Cryostat
Abstract
In a cryostat having a vacuum container (6), a refrigerator (2) having an elongated part (2b,2c) extending in the vacuum container and having a cooling section (36, 37), a cooled member (4, 5) cooled by the cooling section, and a thermal coupling member (21, 27) thermally coupling the cooling section (36, 37) with the cooled member (4, 5), the thermal coupling member includes a first thermal contactor (22, 28) thermally coupled to the cooling section, and a second thermal contactor (29) thermally coupled to the cooled member, the first and second contactors mating with each other. The mating surfaces of the first and second contactors are inclined, and one of the first and second contactors is mounted such that it can be moved. A resilient member presses said one of the contactors against the other contactor. The contact pressure at the mating surfaces is thereby kept substantially constant. Partitions may be provided to divide the space within the jacket into parts thereby to reduce heat infiltration by convection. A communication tube may be provided to connect the space within the jacket to a space in which evaporated cryogen gas is staying.
Claims
exact text as granted — not AI-modifiedWhat is claimed is:
1. A cryostat comprising: a vacuum container (6); a refrigerator (2) having an elongated part (2b, 2c) extending in said vacuum container and having a cooling section (36, 37); a cooled member (4, 5) disposed in said vacuum container and cooled by said cooling section; a thermal coupling member (21, 27) disposed in said vacuum container and thermally coupling the cooling section (36, 37) with the cooled member (4, 5); wherein said thermal coupling member comprises: a first thermal contactor (22, 28) thermally coupled to the cooling section, and a second thermal contactor (23, 29) thermally coupled to the cooled member, said first and second contactors having mating surfaces mating with each other; said mating surfaces of said first and second contactors being inclined with respect to the direction in which said elongated part extends, and at least one of said first and second contactors being mounted so that it is movable in the direction in which said elongated part extends, relative to the other one of said first and second contactors; a resilient member pressing said at least one of the contactors against the other one of said first and second contactors in said direction in which said elongated part extends; whereby the contact pressure at the mating surfaces is kept substantially constant regardless of the manufacturing dimensional variation or thermal contraction.
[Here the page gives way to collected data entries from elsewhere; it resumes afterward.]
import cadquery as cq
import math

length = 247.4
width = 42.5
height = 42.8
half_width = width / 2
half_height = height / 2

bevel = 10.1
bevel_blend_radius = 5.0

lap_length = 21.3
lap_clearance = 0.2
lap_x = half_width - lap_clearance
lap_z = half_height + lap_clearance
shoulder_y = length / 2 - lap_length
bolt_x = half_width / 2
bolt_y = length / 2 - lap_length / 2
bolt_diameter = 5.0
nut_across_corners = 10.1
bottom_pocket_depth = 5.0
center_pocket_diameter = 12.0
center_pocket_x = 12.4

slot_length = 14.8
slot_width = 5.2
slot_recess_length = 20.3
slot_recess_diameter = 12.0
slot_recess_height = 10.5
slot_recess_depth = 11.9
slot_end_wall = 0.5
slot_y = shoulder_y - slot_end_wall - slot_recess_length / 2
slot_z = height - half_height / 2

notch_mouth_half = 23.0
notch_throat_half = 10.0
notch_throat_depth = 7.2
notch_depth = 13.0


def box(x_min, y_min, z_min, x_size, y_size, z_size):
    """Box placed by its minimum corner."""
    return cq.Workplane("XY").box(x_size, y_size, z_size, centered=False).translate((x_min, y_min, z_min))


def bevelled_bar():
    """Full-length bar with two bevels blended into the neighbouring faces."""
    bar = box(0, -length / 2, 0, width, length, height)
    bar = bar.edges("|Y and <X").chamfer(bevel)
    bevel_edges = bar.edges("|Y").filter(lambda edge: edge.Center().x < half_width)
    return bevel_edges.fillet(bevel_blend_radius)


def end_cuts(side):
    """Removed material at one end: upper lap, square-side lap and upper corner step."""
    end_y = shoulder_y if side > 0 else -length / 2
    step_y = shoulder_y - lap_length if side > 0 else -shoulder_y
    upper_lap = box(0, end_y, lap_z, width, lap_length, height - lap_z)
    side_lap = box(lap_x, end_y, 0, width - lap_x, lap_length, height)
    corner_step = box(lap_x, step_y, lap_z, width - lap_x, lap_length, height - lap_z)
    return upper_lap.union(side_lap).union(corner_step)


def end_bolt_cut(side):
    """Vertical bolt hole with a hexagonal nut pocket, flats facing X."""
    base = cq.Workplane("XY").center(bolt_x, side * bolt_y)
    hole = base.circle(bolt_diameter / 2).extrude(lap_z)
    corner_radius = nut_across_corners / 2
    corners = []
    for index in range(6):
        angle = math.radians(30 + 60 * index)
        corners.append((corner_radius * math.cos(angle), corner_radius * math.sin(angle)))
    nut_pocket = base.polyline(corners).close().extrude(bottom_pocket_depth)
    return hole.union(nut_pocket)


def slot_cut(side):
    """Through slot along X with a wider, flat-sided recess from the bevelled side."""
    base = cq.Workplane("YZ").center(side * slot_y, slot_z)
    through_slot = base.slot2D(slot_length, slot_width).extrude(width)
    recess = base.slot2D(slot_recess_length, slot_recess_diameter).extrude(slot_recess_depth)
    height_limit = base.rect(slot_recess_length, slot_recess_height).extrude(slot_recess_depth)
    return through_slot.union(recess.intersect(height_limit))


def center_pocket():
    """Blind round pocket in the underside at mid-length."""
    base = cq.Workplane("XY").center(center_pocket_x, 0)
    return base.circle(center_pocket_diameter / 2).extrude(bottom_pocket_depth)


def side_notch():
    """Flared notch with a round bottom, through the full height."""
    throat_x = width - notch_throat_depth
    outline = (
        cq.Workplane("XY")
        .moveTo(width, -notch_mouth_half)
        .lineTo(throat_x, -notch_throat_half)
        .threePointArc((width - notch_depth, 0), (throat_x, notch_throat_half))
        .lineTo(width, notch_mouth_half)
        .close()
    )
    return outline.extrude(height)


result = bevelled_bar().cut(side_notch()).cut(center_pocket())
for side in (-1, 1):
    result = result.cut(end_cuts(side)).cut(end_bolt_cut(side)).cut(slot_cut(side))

2. The cryostat of claim 1, wherein said elongated part is cylindrical, and said mating surface of said first contactor is a conical outer surface and said mating surface of said second contactor has a conical inner surface, and said conical outer surface and said conical inner surface are tapered in the same direction.
3. The cryostat of claim 2, wherein said refrigerator has a part (2a) situated outside said vacuum container, and said mating surfaces are tapered in a first direction away from said part of the refrigerator outside the vacuum container.
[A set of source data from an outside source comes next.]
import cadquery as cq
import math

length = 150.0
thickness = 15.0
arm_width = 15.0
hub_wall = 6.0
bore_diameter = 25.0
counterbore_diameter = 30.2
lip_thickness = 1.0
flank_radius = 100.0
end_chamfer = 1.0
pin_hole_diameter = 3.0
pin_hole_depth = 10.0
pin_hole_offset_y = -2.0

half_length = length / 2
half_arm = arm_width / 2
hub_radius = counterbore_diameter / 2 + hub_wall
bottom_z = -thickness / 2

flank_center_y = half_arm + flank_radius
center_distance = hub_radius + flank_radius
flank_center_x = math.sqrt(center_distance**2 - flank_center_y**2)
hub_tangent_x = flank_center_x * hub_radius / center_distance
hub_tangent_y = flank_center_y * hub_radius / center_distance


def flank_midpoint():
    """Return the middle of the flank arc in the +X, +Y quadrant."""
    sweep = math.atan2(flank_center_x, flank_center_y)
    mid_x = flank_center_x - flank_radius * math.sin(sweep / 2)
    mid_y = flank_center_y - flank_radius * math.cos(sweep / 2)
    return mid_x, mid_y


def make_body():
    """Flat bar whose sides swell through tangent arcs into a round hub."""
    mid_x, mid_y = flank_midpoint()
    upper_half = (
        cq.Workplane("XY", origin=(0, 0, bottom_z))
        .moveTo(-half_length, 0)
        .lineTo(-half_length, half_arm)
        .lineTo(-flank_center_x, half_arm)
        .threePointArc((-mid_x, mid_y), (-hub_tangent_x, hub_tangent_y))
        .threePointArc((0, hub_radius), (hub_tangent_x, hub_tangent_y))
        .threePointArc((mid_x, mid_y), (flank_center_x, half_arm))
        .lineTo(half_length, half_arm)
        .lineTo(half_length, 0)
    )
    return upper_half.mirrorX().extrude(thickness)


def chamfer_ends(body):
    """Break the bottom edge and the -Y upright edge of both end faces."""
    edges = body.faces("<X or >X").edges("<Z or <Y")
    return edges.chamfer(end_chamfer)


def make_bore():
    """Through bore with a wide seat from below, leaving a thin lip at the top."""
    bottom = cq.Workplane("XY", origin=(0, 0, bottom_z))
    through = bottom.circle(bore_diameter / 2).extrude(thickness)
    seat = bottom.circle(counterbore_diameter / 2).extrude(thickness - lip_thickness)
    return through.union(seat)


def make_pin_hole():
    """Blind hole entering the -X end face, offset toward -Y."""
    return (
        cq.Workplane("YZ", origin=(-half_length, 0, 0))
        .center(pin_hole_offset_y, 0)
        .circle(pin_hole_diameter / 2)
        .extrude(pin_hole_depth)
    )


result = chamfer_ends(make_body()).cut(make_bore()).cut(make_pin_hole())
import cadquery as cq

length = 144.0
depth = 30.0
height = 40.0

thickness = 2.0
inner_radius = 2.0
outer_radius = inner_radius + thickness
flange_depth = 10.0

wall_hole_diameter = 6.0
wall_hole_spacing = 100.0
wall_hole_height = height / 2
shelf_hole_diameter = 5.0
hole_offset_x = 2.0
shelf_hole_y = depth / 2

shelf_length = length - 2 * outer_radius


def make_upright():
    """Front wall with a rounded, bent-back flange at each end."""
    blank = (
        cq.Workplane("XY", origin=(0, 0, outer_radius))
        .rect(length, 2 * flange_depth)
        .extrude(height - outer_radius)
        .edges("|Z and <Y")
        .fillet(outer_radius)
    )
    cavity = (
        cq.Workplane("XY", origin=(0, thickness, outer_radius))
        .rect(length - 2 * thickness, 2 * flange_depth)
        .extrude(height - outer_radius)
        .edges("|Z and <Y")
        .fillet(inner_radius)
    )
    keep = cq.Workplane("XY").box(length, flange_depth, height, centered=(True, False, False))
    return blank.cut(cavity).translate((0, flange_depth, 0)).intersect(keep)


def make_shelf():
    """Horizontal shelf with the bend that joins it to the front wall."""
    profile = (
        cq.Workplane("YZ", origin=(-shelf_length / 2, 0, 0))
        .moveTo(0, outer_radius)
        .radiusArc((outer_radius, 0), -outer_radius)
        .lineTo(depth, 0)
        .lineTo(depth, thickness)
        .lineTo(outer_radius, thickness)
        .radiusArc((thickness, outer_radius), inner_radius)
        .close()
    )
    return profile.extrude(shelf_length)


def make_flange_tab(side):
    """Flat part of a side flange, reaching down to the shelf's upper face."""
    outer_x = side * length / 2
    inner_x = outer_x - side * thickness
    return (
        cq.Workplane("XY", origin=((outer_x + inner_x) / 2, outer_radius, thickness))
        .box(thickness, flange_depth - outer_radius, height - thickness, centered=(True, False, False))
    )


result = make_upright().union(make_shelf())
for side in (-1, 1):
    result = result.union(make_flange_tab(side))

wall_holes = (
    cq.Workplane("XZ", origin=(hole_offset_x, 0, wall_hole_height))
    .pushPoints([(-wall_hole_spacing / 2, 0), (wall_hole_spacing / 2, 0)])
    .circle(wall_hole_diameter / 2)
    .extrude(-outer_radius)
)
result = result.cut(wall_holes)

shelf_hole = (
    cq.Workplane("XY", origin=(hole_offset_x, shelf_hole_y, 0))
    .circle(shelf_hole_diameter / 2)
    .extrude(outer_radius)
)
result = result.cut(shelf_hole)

4. The cryostat of claim 2, wherein said first contactor is substantially annular and has its cylindrical inner surface in contact with the cylindrical surface of the cylindrical part, and is movably mounted to the cylindrical part.
5. The cryostat of claim 4, wherein said resilient member presses said first contactor in said first direction.
6. The cryostat of claim 5, wherein said resilient member comprises spiral springs disposed around the cylindrical part and fixed to the cooling section, and pressing the first contactor in said first direction.
7. The cryostat of claim 6, wherein said spiral springs are heat conductive.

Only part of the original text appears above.